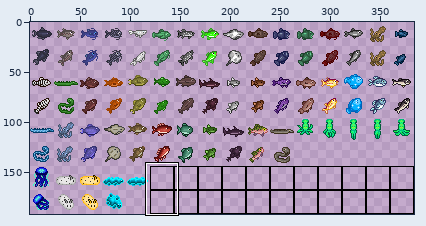
Sprite sheet, stored at assets/sprites/aquarium.png. The first picture is a wide view before the edit; the outline marks the close-up.
Close-up. Old version:
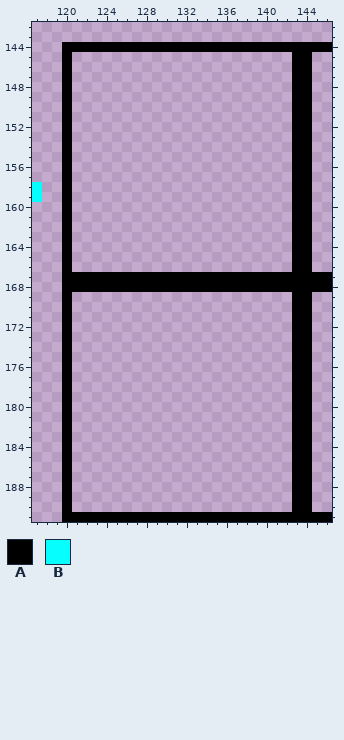
The file is 384x192 pixels. Colours within 5 levels of each other are drawn and written as one. Shown: x 117..146, y 142..191. The commit also changed other parts of the picture, which this record leaves out.
Palette (. is transparent): A #000000  B #06feff
Pixels before, first column x 117:
144 ...AAAAAAAAAAAAAAAAAAAAAAAAAAA
145 ...A......................AA..
146 ...A......................AA..
147 ...A......................AA..
148 ...A......................AA..
149 ...A......................AA..
150 ...A......................AA..
151 ...A......................AA..
152 ...A......................AA..
153 ...A......................AA..
154 ...A......................AA..
155 ...A......................AA..
156 ...A......................AA..
157 ...A......................AA..
158 B..A......................AA..
159 B..A......................AA..
160 ...A......................AA..
161 ...A......................AA..
162 ...A......................AA..
163 ...A......................AA..
164 ...A......................AA..
165 ...A......................AA..
166 ...A......................AA..
167 ...AAAAAAAAAAAAAAAAAAAAAAAAAAA
168 ...AAAAAAAAAAAAAAAAAAAAAAAAAAA
169 ...A......................AA..
170 ...A......................AA..
171 ...A......................AA..
172 ...A......................AA..
173 ...A......................AA..
174 ...A......................AA..
175 ...A......................AA..
176 ...A......................AA..
177 ...A......................AA..
178 ...A......................AA..
179 ...A......................AA..
180 ...A......................AA..
181 ...A......................AA..
182 ...A......................AA..
183 ...A......................AA..
184 ...A......................AA..
185 ...A......................AA..
186 ...A......................AA..
187 ...A......................AA..
188 ...A......................AA..
189 ...A......................AA..
190 ...A......................AA..
191 ...AAAAAAAAAAAAAAAAAAAAAAAAAAA
Now the later version:
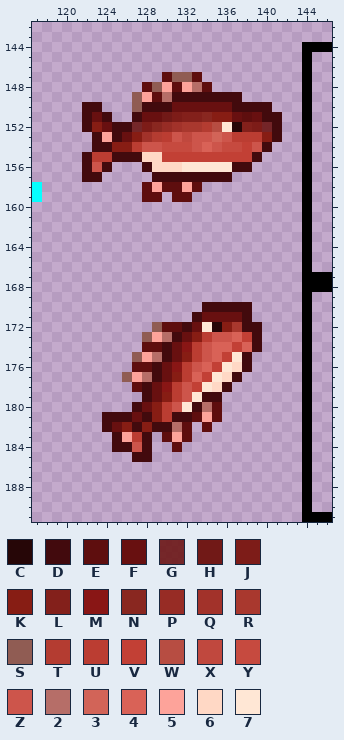
Colours new in this view: C #260607  D #420a0d  E #5e0e0e  F #681010  G #6b1614e2  H #711917  J #7d1c18  K #871d14  L #83201b  M #891615  N #892720  P #972c25  Q #a2322a  R #a9382e  S #905c53  T #b43c31  U #bb3d32  V #c24035  W #b74d42  X #c0483e  Y #c64a3f  Z #cd554b  2 #b66e68  3 #d26458  4 #d96257  5 #fda39a  6 #ffd8c5  7 #ffe7d5
Edits made:
Changed rows in their new state; - is an unchanged pixel.
first column x 120:
144 ........................
145 .----------------------.
146 .----------------------.
147 .---------ESSE---------.
148 .-------ES5E52E--------.
149 .------S5E2DDDDDDD-----.
150 .-DD---SDDDFFFFFFDDDD--.
151 .-DFD--DFFHJLLNKKFEFDD-.
152 .-DKFDDGJNPQRRTW7CLJGD-.
153 .--D5DFKQTUZXZZ3ZUUUKD-.
154 .--DDKKUZZYYYZ4ZYYVZD--.
155 .-DUUDDD66VVVVVVVVVD---.
156 .-DZD---D66677777DD----.
157 .-DD-----DDDDDDDD------.
158 .-------E5EE5E---------.
159 .-------EE-EE----------.
160 .----------------------.
161 .----------------------.
162 .----------------------.
163 .----------------------.
164 .----------------------.
165 .----------------------.
166 .----------------------.
167 ........................
168 ........................
169 .----------------------.
170 .-------------DDDDD----.
171 .------------DFFFFD----.
172 .--------SEEDF7CKRDD---.
173 .-------S52DFKUZZ4VD---.
174 .-------EEDFMUZ44V4D---.
175 .------S52DFKUZ4V7D----.
176 .------EEDFMUZ4V76D----.
177 .-----S52DFKU4V76D-----.
178 .------EDFMUZV76D------.
179 .-------DFKUZ7DD-------.
180 .------DFKUZ7D2E-------.
181 .---DDDFDKUDDE5E-------.
182 .---DFKDKDD2E-E--------.
183 .----D5UD-E5E----------.
184 .----DDZD--E-----------.
185 .------DD--------------.
186 .----------------------.
187 .----------------------.
188 .----------------------.
189 .----------------------.
190 .----------------------.
191 ........................
Boxes around the changes in both close-ups, in picture pixels (x1, y1, x2, y2):
changed: (62, 42, 302, 522)

_____

- Task details -
State how many lines in the listing above contain the word "first", giving only the number.

- Solution for this exercise -
3